Wolt operates through courier partners — gig workers who sign up to become couriers through a Wolt companion app. 

Though the agency’s decision to suspend Wolt’s services in Azerbaijan is non-binding, it criticised Wolt for continuing operation.

As of publication, access to the application has not been impeded by the authorities. In order for the Food Safety Agency’s decision to come into force, it has to be ordered by an Azerbaijani court or the government.

In its response to the Food Safety Agency, Wolt Azerbaijan accused the agency of damaging its reputation through ‘incomplete and false information’.

A potential state monopoly

While several other delivery platforms currently operate in Azerbaijan, civil society activists speculate that the authorities are attempting to crack down on the food delivery sector in an effort to monopolise the market through new applications.

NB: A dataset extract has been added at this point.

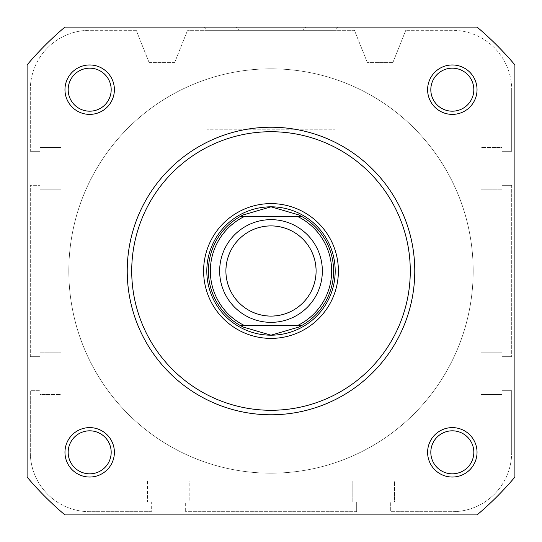 <?xml version="1.0" encoding="UTF-8"?>
<svg xmlns="http://www.w3.org/2000/svg" width="542" height="542" viewBox="0 0 542 542"><rect width="100%" height="100%" fill="white"/><g stroke="black" fill="none" stroke-linecap="round" stroke-linejoin="round"><path stroke-width="0.41" stroke-dasharray="2.71 2.03" d="M271 219.652A51.348 51.348 0 0 0 219.652 271A51.348 51.348 0 0 0 271 322.348A51.348 51.348 0 0 0 322.348 271A51.348 51.348 0 0 0 271 219.652A51.348 51.348 0 0 0 219.652 271A51.348 51.348 0 0 0 271 322.348A51.348 51.348 0 0 0 322.348 271A51.348 51.348 0 0 0 271 219.652M271 226.068A44.932 44.932 0 0 0 226.068 271A44.932 44.932 0 0 0 271 315.932A44.932 44.932 0 0 0 315.932 271A44.932 44.932 0 0 0 271 226.068M271 206.814A64.186 64.186 0 0 0 206.814 271A64.186 64.186 0 0 0 271 335.186A64.186 64.186 0 0 0 335.186 271A64.186 64.186 0 0 0 271 206.814M271 68.82A202.18 202.18 0 0 0 68.82 271A202.18 202.18 0 0 0 271 473.18A202.18 202.18 0 0 0 473.18 271A202.18 202.18 0 0 0 271 68.82A202.18 202.18 0 0 0 68.82 271A202.18 202.18 0 0 0 271 473.18A202.18 202.18 0 0 0 473.18 271A202.18 202.18 0 0 0 271 68.82M297.504 216.441L244.496 216.441M297.504 325.559L244.496 325.559M242.267 215.404A62.581 62.581 0 0 0 242.267 326.596M299.733 326.596A62.581 62.581 0 0 0 299.733 215.404M473.823 89.681A21.504 21.504 0 0 1 452.319 111.185A21.504 21.504 0 0 1 430.815 89.681A21.504 21.504 0 0 1 452.319 68.177A21.504 21.504 0 0 1 473.823 89.681A21.504 21.504 0 0 1 452.319 111.185A21.504 21.504 0 0 1 430.815 89.681A21.504 21.504 0 0 1 452.319 68.177A21.504 21.504 0 0 1 473.823 89.681A21.504 21.504 0 0 1 452.319 111.185A21.504 21.504 0 0 1 430.815 89.681A21.504 21.504 0 0 1 452.319 68.177A21.504 21.504 0 0 1 473.823 89.681A21.504 21.504 0 0 1 452.319 111.185A21.504 21.504 0 0 1 430.815 89.681A21.504 21.504 0 0 1 452.319 68.177A21.504 21.504 0 0 1 473.823 89.681A21.504 21.504 0 0 0 452.319 68.177A21.504 21.504 0 0 0 430.815 89.681A21.504 21.504 0 0 0 452.319 111.185A21.504 21.504 0 0 0 473.823 89.681M473.823 452.319A21.504 21.504 0 0 1 452.319 473.823A21.504 21.504 0 0 1 430.815 452.319A21.504 21.504 0 0 1 452.319 430.815A21.504 21.504 0 0 1 473.823 452.319A21.504 21.504 0 0 1 452.319 473.823A21.504 21.504 0 0 1 430.815 452.319A21.504 21.504 0 0 1 452.319 430.815A21.504 21.504 0 0 1 473.823 452.319A21.504 21.504 0 0 1 452.319 473.823A21.504 21.504 0 0 1 430.815 452.319A21.504 21.504 0 0 1 452.319 430.815A21.504 21.504 0 0 1 473.823 452.319A21.504 21.504 0 0 1 452.319 473.823A21.504 21.504 0 0 1 430.815 452.319A21.504 21.504 0 0 1 452.319 430.815A21.504 21.504 0 0 1 473.823 452.319A21.504 21.504 0 0 0 452.319 430.815A21.504 21.504 0 0 0 430.815 452.319A21.504 21.504 0 0 0 452.319 473.823A21.504 21.504 0 0 0 473.823 452.319M111.185 452.319A21.504 21.504 0 0 1 89.681 473.823A21.504 21.504 0 0 1 68.177 452.319A21.504 21.504 0 0 1 89.681 430.815A21.504 21.504 0 0 1 111.185 452.319A21.504 21.504 0 0 1 89.681 473.823A21.504 21.504 0 0 1 68.177 452.319A21.504 21.504 0 0 1 89.681 430.815A21.504 21.504 0 0 1 111.185 452.319A21.504 21.504 0 0 1 89.681 473.823A21.504 21.504 0 0 1 68.177 452.319A21.504 21.504 0 0 1 89.681 430.815A21.504 21.504 0 0 1 111.185 452.319A21.504 21.504 0 0 1 89.681 473.823A21.504 21.504 0 0 1 68.177 452.319A21.504 21.504 0 0 1 89.681 430.815A21.504 21.504 0 0 1 111.185 452.319A21.504 21.504 0 0 0 89.681 430.815A21.504 21.504 0 0 0 68.177 452.319A21.504 21.504 0 0 0 89.681 473.823A21.504 21.504 0 0 0 111.185 452.319M111.185 89.681A21.504 21.504 0 0 1 89.681 111.185A21.504 21.504 0 0 1 68.177 89.681A21.504 21.504 0 0 1 89.681 68.177A21.504 21.504 0 0 1 111.185 89.681A21.504 21.504 0 0 1 89.681 111.185A21.504 21.504 0 0 1 68.177 89.681A21.504 21.504 0 0 1 89.681 68.177A21.504 21.504 0 0 1 111.185 89.681A21.504 21.504 0 0 1 89.681 111.185A21.504 21.504 0 0 1 68.177 89.681A21.504 21.504 0 0 1 89.681 68.177A21.504 21.504 0 0 1 111.185 89.681A21.504 21.504 0 0 1 89.681 111.185A21.504 21.504 0 0 1 68.177 89.681A21.504 21.504 0 0 1 89.681 68.177A21.504 21.504 0 0 1 111.185 89.681A21.504 21.504 0 0 0 89.681 68.177A21.504 21.504 0 0 0 68.177 89.681A21.504 21.504 0 0 0 89.681 111.185A21.504 21.504 0 0 0 111.185 89.681M473.18 271A202.18 202.18 0 0 1 271 473.18A202.18 202.18 0 0 1 68.82 271A202.18 202.18 0 0 1 271 68.82A202.18 202.18 0 0 1 473.18 271A202.18 202.18 0 0 1 271 473.18A202.18 202.18 0 0 1 68.82 271A202.18 202.18 0 0 1 271 68.82A202.18 202.18 0 0 1 473.18 271A202.18 202.18 0 0 1 271 473.18A202.18 202.18 0 0 1 68.82 271A202.18 202.18 0 0 1 271 68.82A202.18 202.18 0 0 1 473.18 271A202.18 202.18 0 0 1 271 473.18A202.18 202.18 0 0 1 68.82 271A202.18 202.18 0 0 1 271 68.82A202.18 202.18 0 0 1 473.18 271A202.18 202.18 0 0 0 271 68.82A202.18 202.18 0 0 0 68.82 271A202.18 202.18 0 0 0 271 473.18A202.18 202.18 0 0 0 473.18 271A202.18 202.18 0 0 0 271 68.82A202.18 202.18 0 0 0 68.82 271A202.18 202.18 0 0 0 271 473.18A202.18 202.18 0 0 0 473.18 271M151.299 511.689L89.681 511.689A59.369 59.369 0 0 1 30.311 452.319L30.311 390.701L39.939 390.701L30.311 390.701L30.311 452.319A59.369 59.369 0 0 0 89.681 511.689L151.299 511.689L151.299 502.061L147.444 502.061L147.444 480.883L189.165 480.883L189.165 502.061L185.317 502.061L185.317 511.689L185.317 502.061L189.165 502.061L189.165 480.883L147.444 480.883L147.444 502.061L151.299 502.061L151.299 511.689M39.939 394.556L39.939 390.701L39.939 394.556L61.117 394.556L61.117 352.835L61.117 394.556L39.939 394.556M39.939 352.835L61.117 352.835L39.939 352.835L39.939 356.683L39.939 352.835M30.311 356.683L39.939 356.683L30.311 356.683L30.311 185.317L39.939 185.317L30.311 185.317L30.311 356.683M39.939 189.165L39.939 185.317L39.939 189.165L61.117 189.165L39.939 189.165M61.117 147.444L61.117 189.165L61.117 147.444L39.939 147.444L61.117 147.444M39.939 147.444L39.939 151.299L39.939 147.444M30.311 151.299L39.939 151.299L30.311 151.299L30.311 89.681A59.369 59.369 0 0 1 89.681 30.311A59.369 59.369 0 0 0 30.311 89.681L30.311 151.299M136.211 30.311L89.681 30.311L136.211 30.311L149.05 62.405L136.211 30.311M149.05 62.405L174.72 62.405L187.559 30.311L174.72 62.405L149.05 62.405M354.441 30.311L187.559 30.311L354.441 30.311L367.28 62.405L354.441 30.311M392.95 62.405L367.28 62.405L392.95 62.405L405.789 30.311L392.95 62.405M452.319 30.311L405.789 30.311L452.319 30.311A59.369 59.369 0 0 1 511.689 89.681A59.369 59.369 0 0 0 452.319 30.311M511.689 151.299L511.689 89.681L511.689 151.299L502.061 151.299L511.689 151.299M502.061 147.444L502.061 151.299L502.061 147.444L480.883 147.444L480.883 189.165L480.883 147.444L502.061 147.444M502.061 189.165L480.883 189.165L502.061 189.165L502.061 185.317L502.061 189.165M511.689 185.317L502.061 185.317L511.689 185.317L511.689 356.683L511.689 185.317M511.689 356.683L502.061 356.683L511.689 356.683M502.061 352.835L502.061 356.683L502.061 352.835L480.883 352.835L502.061 352.835M480.883 394.556L480.883 352.835L480.883 394.556L502.061 394.556L480.883 394.556M502.061 394.556L502.061 390.701L502.061 394.556M511.689 390.701L502.061 390.701L511.689 390.701L511.689 452.319L511.689 390.701M511.689 452.319A59.369 59.369 0 0 1 452.319 511.689L390.701 511.689L390.701 502.061L390.701 511.689L452.319 511.689A59.369 59.369 0 0 0 511.689 452.319M394.556 502.061L390.701 502.061L394.556 502.061L394.556 480.883L352.835 480.883L394.556 480.883L394.556 502.061M352.835 502.061L352.835 480.883L352.835 502.061L356.683 502.061L352.835 502.061M356.683 511.689L356.683 502.061L356.683 511.689L185.317 511.689L356.683 511.689M302.931 129.795L206.976 129.795L302.931 129.795L302.931 30.311L206.976 30.311L203.765 27.1L306.142 27.1L203.765 27.1M206.976 129.795L206.976 30.311L302.931 30.311L306.142 27.1M114.389 89.681A24.708 24.708 0 0 0 89.681 64.965A24.708 24.708 0 0 0 64.965 89.681A24.708 24.708 0 0 0 89.681 114.389A24.708 24.708 0 0 0 114.389 89.681M477.035 89.681A24.708 24.708 0 0 0 452.319 64.965A24.708 24.708 0 0 0 427.611 89.681A24.708 24.708 0 0 0 452.319 114.389A24.708 24.708 0 0 0 477.035 89.681M477.035 452.319A24.708 24.708 0 0 0 452.319 427.611A24.708 24.708 0 0 0 427.611 452.319A24.708 24.708 0 0 0 452.319 477.035A24.708 24.708 0 0 0 477.035 452.319M114.389 452.319A24.708 24.708 0 0 0 89.681 427.611A24.708 24.708 0 0 0 64.965 452.319A24.708 24.708 0 0 0 89.681 477.035A24.708 24.708 0 0 0 114.389 452.319M127.228 271A143.772 143.772 0 0 0 271 414.772A143.772 143.772 0 0 0 414.772 271A143.772 143.772 0 0 1 271 414.772A143.772 143.772 0 0 1 127.228 271A143.772 143.772 0 0 1 271 127.228A143.772 143.772 0 0 1 414.772 271A143.772 143.772 0 0 0 271 127.228A143.772 143.772 0 0 0 127.228 271A143.772 143.772 0 0 0 271 414.772A143.772 143.772 0 0 0 414.772 271A143.772 143.772 0 0 0 271 127.228A143.772 143.772 0 0 0 127.228 271A143.772 143.772 0 0 1 271 127.228A143.772 143.772 0 0 1 414.772 271M64.904 514.9A319.319 319.319 0 0 1 27.1 477.096L27.1 64.904A319.319 319.319 0 0 1 64.904 27.1L477.096 27.1A319.319 319.319 0 0 1 514.9 64.904A319.319 319.319 0 0 0 477.096 27.1A319.319 319.319 0 0 1 514.9 64.904L514.9 477.096A319.319 319.319 0 0 1 477.096 514.9A319.319 319.319 0 0 0 514.9 477.096A319.319 319.319 0 0 1 477.096 514.9L64.904 514.9A319.319 319.319 0 0 1 27.1 477.096L27.1 64.904A319.319 319.319 0 0 1 64.904 27.1L477.096 27.1L64.904 27.1A319.319 319.319 0 0 0 27.1 64.904L27.1 477.096A319.319 319.319 0 0 0 64.904 514.9M514.9 477.096L514.9 64.904L514.9 477.096M239.069 129.795L335.024 129.795L239.069 129.795L239.069 30.311L335.024 30.311L338.235 27.1L235.858 27.1L338.235 27.1M335.024 129.795L335.024 30.311L239.069 30.311L235.858 27.1M335.186 271A64.186 64.186 0 0 0 271 206.814A64.186 64.186 0 0 0 206.814 271A64.186 64.186 0 0 0 271 335.186A64.186 64.186 0 0 0 335.186 271A64.186 64.186 0 0 0 271 206.814A64.186 64.186 0 0 0 206.814 271A64.186 64.186 0 0 0 271 335.186A64.186 64.186 0 0 0 335.186 271M410.28 271A139.28 139.28 0 0 1 271 410.28A139.28 139.28 0 0 1 131.72 271A139.28 139.28 0 0 1 271 131.72A139.28 139.28 0 0 1 410.28 271"/><path stroke-width="0.81" d="M271 322.348A51.348 51.348 0 0 1 219.652 271A51.348 51.348 0 0 1 271 219.652A51.348 51.348 0 0 1 322.348 271A51.348 51.348 0 0 1 271 322.348M271 225.906A45.094 45.094 0 0 0 225.906 271A45.094 45.094 0 0 0 271 316.094A45.094 45.094 0 0 0 316.094 271A45.094 45.094 0 0 0 271 225.906M301.081 216.123L301.657 216.441L297.504 216.441L301.657 216.441A62.581 62.581 0 0 1 301.657 325.559L298.791 327.07L271 335.186A64.186 64.186 0 0 0 335.186 271A64.186 64.186 0 0 0 271 206.814A64.186 64.186 0 0 0 206.814 271A64.186 64.186 0 0 0 271 335.186L243.209 327.07L240.343 325.559A62.581 62.581 0 0 1 240.343 216.441L301.081 216.123L298.791 214.93L271 206.814L243.209 214.93L240.919 216.123M301.657 216.441A62.581 62.581 0 0 1 301.657 325.559L297.504 325.559A60.657 60.657 0 0 0 297.504 216.441L244.496 216.441A60.657 60.657 0 0 0 244.496 325.559L240.343 325.559A62.581 62.581 0 0 1 240.343 216.441M301.657 325.559L240.343 325.559M301.081 325.877L240.919 325.877M243.209 214.93A62.581 62.581 0 0 0 242.267 215.404M242.267 326.596A62.581 62.581 0 0 0 243.209 327.07M298.791 327.07A62.581 62.581 0 0 0 299.733 326.596M299.733 215.404A62.581 62.581 0 0 0 298.791 214.93M64.965 89.681A24.708 24.708 0 0 1 89.681 64.965A24.708 24.708 0 0 1 114.389 89.681A24.708 24.708 0 0 1 89.681 114.389A24.708 24.708 0 0 1 64.965 89.681M111.185 89.681A21.504 21.504 0 0 0 89.681 68.177A21.504 21.504 0 0 0 68.177 89.681A21.504 21.504 0 0 0 89.681 111.185A21.504 21.504 0 0 0 111.185 89.681M64.965 452.319A24.708 24.708 0 0 1 89.681 427.611A24.708 24.708 0 0 1 114.389 452.319A24.708 24.708 0 0 1 89.681 477.035A24.708 24.708 0 0 1 64.965 452.319M111.185 452.319A21.504 21.504 0 0 0 89.681 430.815A21.504 21.504 0 0 0 68.177 452.319A21.504 21.504 0 0 0 89.681 473.823A21.504 21.504 0 0 0 111.185 452.319M427.611 452.319A24.708 24.708 0 0 1 452.319 427.611A24.708 24.708 0 0 1 477.035 452.319A24.708 24.708 0 0 1 452.319 477.035A24.708 24.708 0 0 1 427.611 452.319M473.823 452.319A21.504 21.504 0 0 0 452.319 430.815A21.504 21.504 0 0 0 430.815 452.319A21.504 21.504 0 0 0 452.319 473.823A21.504 21.504 0 0 0 473.823 452.319M427.611 89.681A24.708 24.708 0 0 1 452.319 64.965A24.708 24.708 0 0 1 477.035 89.681A24.708 24.708 0 0 1 452.319 114.389A24.708 24.708 0 0 1 427.611 89.681M473.823 89.681A21.504 21.504 0 0 0 452.319 68.177A21.504 21.504 0 0 0 430.815 89.681A21.504 21.504 0 0 0 452.319 111.185A21.504 21.504 0 0 0 473.823 89.681M203.609 271A67.391 67.391 0 0 1 271 203.609A67.391 67.391 0 0 1 338.391 271A67.391 67.391 0 0 1 271 338.391A67.391 67.391 0 0 1 203.609 271M414.772 271A143.772 143.772 0 0 1 271 414.772A143.772 143.772 0 0 1 127.228 271A143.772 143.772 0 0 1 271 127.228A143.772 143.772 0 0 1 414.772 271A143.772 143.772 0 0 0 271 127.228A143.772 143.772 0 0 0 127.228 271M477.096 514.9A319.319 319.319 0 0 0 514.9 477.096L514.9 64.904A319.319 319.319 0 0 0 477.096 27.1L64.904 27.1A319.319 319.319 0 0 0 27.1 64.904L27.1 477.096A319.319 319.319 0 0 0 64.904 514.9L477.096 514.9M131.72 271A139.28 139.28 0 0 0 271 410.28A139.28 139.28 0 0 0 410.28 271A139.28 139.28 0 0 0 271 131.72A139.28 139.28 0 0 0 131.72 271"/></g></svg>

Ahmad Mammadli, the chair of Democracy 1918, a pro-democracy movement, suggested that those close to President Ilham Aliyev might establish delivery services of their own.

‘It seems that either [they] will create a new application to monopolise the market or enter into an agreement with another delivery company’, Mammadli told OC Media.

A Wolt courier driving a bike in Baku. Ismi Aghayev/OC Media.

Mammadli also pointed to the detention of three labour rights activists who were engaged in demonstrations organised by delivery couriers protesting new vehicle registration laws that would restrict their work.

Two of those arrested, Afiadin Mammadov and Aykhan Israfilov, were members of both his organisation and the Workers’ Table Trade Unions Confederation.

‘The government that arrested the members of the Workers’ Table, instead of trying to find a solution in this area, decided the issue once and for all by suspending Wolt’s activity in Azerbaijan’, said Mammadli.